We had initially intended to also synthesize the available evidence on the prognostic value of EFV in the form of a meta-analysis. Unfortunately, due to the wide variability in the study designs and in the statistical methods associated with EFV evaluation – in particular the various EFV increments used − calculation of pooled ORs or HRs was not possible. The results of our analysis indicate a need to standardize the quantitative evaluation of EFV. In CAC scoring, standardized quantitative categories (0, 1 − 100, 101 − 400, 401 − 1000 and >1000) have been established and are used in all pertinent studies with minor variations. Similarly, it would be beneficial to establish standardized quantitative categories for EFV, which would allow direct comparison of prognostic metrics between studies, synthesis of their results and provide guidance in the interpretation of quantitative EFV measurements in clinical routine. The study by Greif and colleagues [15] measured fat both inside and outside the pericardium (epicardial plus pericardial fat according to the definitions by Choi [28]) and demonstrated that increasing the binary cutoff for EFV beyond 200 mL did not significantly improve prognostic value. Thus, based on the available evidence, cutoffs of 125 mL for epicardial fat and 200 mL for epicardial plus pericardial fat appear most appropriate for prognostic risk stratification, if binary cutoffs are used. Thus far, only one relatively small study [18] has demonstrated that indexing EFV to body surface area (68 mL/m2) improves its prognostic value; this should be confirmed in larger cohorts.

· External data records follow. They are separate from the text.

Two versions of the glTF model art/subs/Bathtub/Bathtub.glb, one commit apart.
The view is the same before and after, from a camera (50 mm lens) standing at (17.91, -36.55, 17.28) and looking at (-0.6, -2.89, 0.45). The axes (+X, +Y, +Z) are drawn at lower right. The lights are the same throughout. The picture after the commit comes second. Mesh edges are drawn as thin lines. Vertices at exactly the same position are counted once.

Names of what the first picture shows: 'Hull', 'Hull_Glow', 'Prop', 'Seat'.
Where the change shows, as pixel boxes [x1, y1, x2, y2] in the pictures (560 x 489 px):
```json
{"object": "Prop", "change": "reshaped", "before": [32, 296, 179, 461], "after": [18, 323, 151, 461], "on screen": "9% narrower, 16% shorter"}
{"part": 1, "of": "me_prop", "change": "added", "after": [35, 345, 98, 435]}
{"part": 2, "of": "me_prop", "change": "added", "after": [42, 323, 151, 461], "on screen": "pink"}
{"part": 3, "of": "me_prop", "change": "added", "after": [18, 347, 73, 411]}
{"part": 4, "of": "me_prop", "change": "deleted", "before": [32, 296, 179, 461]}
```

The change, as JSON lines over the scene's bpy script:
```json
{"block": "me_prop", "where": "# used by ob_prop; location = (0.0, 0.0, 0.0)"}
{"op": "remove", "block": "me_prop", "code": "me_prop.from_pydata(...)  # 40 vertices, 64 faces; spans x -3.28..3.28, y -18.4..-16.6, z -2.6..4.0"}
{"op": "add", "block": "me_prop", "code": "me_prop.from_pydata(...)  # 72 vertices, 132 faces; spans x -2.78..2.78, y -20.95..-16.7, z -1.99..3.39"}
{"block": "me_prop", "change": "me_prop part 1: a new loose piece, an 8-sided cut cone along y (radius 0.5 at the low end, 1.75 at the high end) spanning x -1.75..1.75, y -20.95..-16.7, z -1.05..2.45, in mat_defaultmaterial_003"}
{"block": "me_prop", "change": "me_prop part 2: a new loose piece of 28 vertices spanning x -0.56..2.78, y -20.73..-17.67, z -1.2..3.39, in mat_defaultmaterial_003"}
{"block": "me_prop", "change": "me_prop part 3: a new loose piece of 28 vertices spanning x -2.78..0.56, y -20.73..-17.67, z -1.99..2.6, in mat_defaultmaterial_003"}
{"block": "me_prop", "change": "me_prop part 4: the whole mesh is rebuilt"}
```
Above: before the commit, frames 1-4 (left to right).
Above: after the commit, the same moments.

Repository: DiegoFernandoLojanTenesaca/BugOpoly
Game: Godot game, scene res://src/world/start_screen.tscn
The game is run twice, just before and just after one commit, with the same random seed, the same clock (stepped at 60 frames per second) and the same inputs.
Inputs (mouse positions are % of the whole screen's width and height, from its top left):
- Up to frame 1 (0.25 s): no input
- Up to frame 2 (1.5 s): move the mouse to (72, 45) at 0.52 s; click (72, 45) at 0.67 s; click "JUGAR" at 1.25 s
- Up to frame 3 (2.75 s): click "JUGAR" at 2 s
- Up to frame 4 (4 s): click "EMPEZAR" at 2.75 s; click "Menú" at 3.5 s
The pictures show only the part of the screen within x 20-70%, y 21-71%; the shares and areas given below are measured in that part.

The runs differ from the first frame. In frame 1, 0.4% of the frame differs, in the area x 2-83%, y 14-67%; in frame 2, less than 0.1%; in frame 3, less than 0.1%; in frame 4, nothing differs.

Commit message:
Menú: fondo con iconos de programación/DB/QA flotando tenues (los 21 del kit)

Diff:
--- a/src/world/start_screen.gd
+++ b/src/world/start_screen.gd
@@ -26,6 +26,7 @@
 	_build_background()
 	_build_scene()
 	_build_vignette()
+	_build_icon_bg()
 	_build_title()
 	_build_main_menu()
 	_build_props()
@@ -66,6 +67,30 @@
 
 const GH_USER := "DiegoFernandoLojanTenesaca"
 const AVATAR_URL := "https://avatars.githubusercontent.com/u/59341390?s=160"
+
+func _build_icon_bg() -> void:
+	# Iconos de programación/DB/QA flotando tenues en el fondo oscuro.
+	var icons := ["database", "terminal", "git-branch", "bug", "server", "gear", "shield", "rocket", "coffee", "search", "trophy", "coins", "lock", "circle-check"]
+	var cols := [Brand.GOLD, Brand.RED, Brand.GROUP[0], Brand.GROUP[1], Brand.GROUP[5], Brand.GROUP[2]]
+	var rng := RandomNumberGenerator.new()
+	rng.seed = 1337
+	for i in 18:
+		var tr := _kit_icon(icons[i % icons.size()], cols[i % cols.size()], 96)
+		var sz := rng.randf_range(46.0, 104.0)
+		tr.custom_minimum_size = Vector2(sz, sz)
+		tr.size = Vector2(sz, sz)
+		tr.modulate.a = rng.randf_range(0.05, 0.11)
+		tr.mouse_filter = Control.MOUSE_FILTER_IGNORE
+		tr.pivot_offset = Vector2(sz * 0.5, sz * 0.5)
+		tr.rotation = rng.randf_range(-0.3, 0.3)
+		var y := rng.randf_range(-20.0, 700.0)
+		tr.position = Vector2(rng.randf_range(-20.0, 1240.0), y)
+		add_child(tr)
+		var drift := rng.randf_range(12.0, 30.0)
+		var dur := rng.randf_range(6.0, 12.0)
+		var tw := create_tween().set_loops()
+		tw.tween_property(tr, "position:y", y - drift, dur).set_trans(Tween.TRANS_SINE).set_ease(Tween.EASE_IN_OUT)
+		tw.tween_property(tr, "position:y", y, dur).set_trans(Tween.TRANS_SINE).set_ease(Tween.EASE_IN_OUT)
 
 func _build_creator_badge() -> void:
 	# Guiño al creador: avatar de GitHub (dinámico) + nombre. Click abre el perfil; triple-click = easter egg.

In most studies included in our analysis, there was a substantial overlap in EFV values between patients who did and did not develop events during follow-up. Accordingly, EFV alone should never be used to determine the appropriate management of an individual patient. However, in combination with established clinical risk factors and CAC score, EFV quantification can provide patients and their health-care providers with a more accurate risk estimate than would otherwise be possible. A substantial number of studies did not describe who determined outcomes (presence of an endpoint committee) or whether outcome assessment was performed blinded to EFV measurements and vice versa. This is remarkable considering that the derivation of endpoint is a crucial step in the data evaluation.

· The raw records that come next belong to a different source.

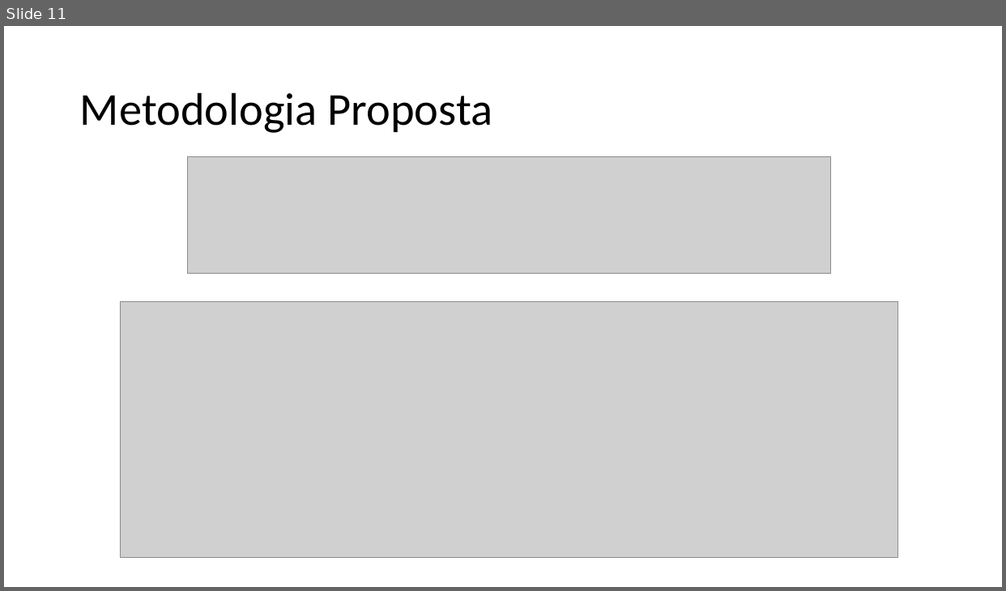
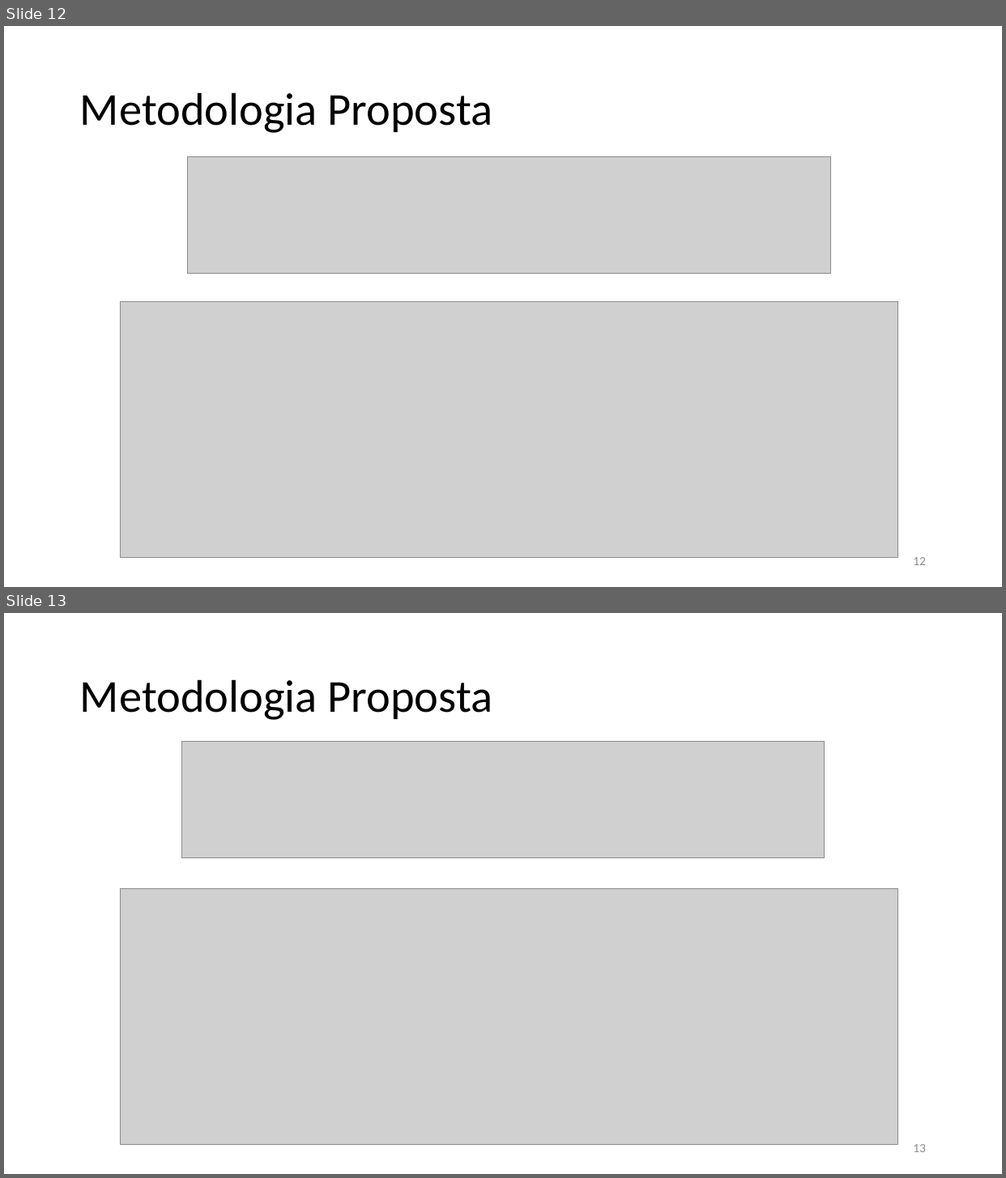
Before and after one commit to TavaresCarlos/TerrainIntelGIS, a slide deck: escrita/seminários/apresentacao.pptx. Shown one above the other, each under a label of ours: slide 11 before the commit, slides 12 and 13 after it. The pictures are 1006x591 and 1006x1178 pixels, drawn with LibreOffice and Linux fonts; fonts in the diff are those of the drawing; grey boxes stand for pictures. Boxes give left, top, right and bottom in pixels: in the first picture for what was removed or moved away, otherwise in the second. Text is boxed around its words. In the diff, an @@ line names an element or a change of style, - is before the commit and + after.

```diff
--- a/escrita/seminários/apresentacao.pptx
+++ b/escrita/seminários/apresentacao.pptx
@@ slide 13 added at <box>4,613,1002,1174</box>, background #FFFFFF @@
@@ title added at <box>80,679,493,720</box>, 44 pt, text #000000 @@
+Metodologia Proposta
@@ picture added at <box>181,741,825,858</box> @@
@@ picture added at <box>120,888,898,1144</box> @@
@@ page number added at <box>913,1144,926,1152</box>, 12 pt, text #8C8C8C @@
+13
@@ what was slide 11 is now slide 12 @@
@@ slide 12 changed as well @@
@@ page number added at <box>913,557,926,565</box>, 12 pt, text #8C8C8C @@
+12
```
Also in this commit, not shown: 18 other slides changed, 5 other slides added, 5 other files.

The results of our study should be viewed in light of the study design and its limitations. One limitation is that we did not assess whether EFV quantification provides incremental value over findings on contrast-enhanced coronary CT angiography. Considering the high prognostic value of CT angiography incremental to CAC scoring [29], the quantification of EFV may not offer any additional benefit if CT angiography is performed. CT angiography is an appropriate diagnostic test in selected stable but symptomatic patients [30]. EFV quantification as an ‘add-on’ to CAC scoring may be of particular benefit in the asymptomatic patients for whom coronary CT angiography is not recommended. As a general limitation of systematic reviews, the validity of our findings depends on the quality of the included studies. As discussed above, the available data did not lend itself to a meta-analysis due to variability in the study designs and statistical methods used. Individual patient outcome data could not be derived from the published data, which could have provided more insights and allowed for subgroup analyses for specific subgroups of patients.

Despite these limitations, the available evidence suggests that EFV quantification is a significant predictor of clinical outcomes and provides incremental prognostic value over traditional cardiovascular risk factors and CAC scoring.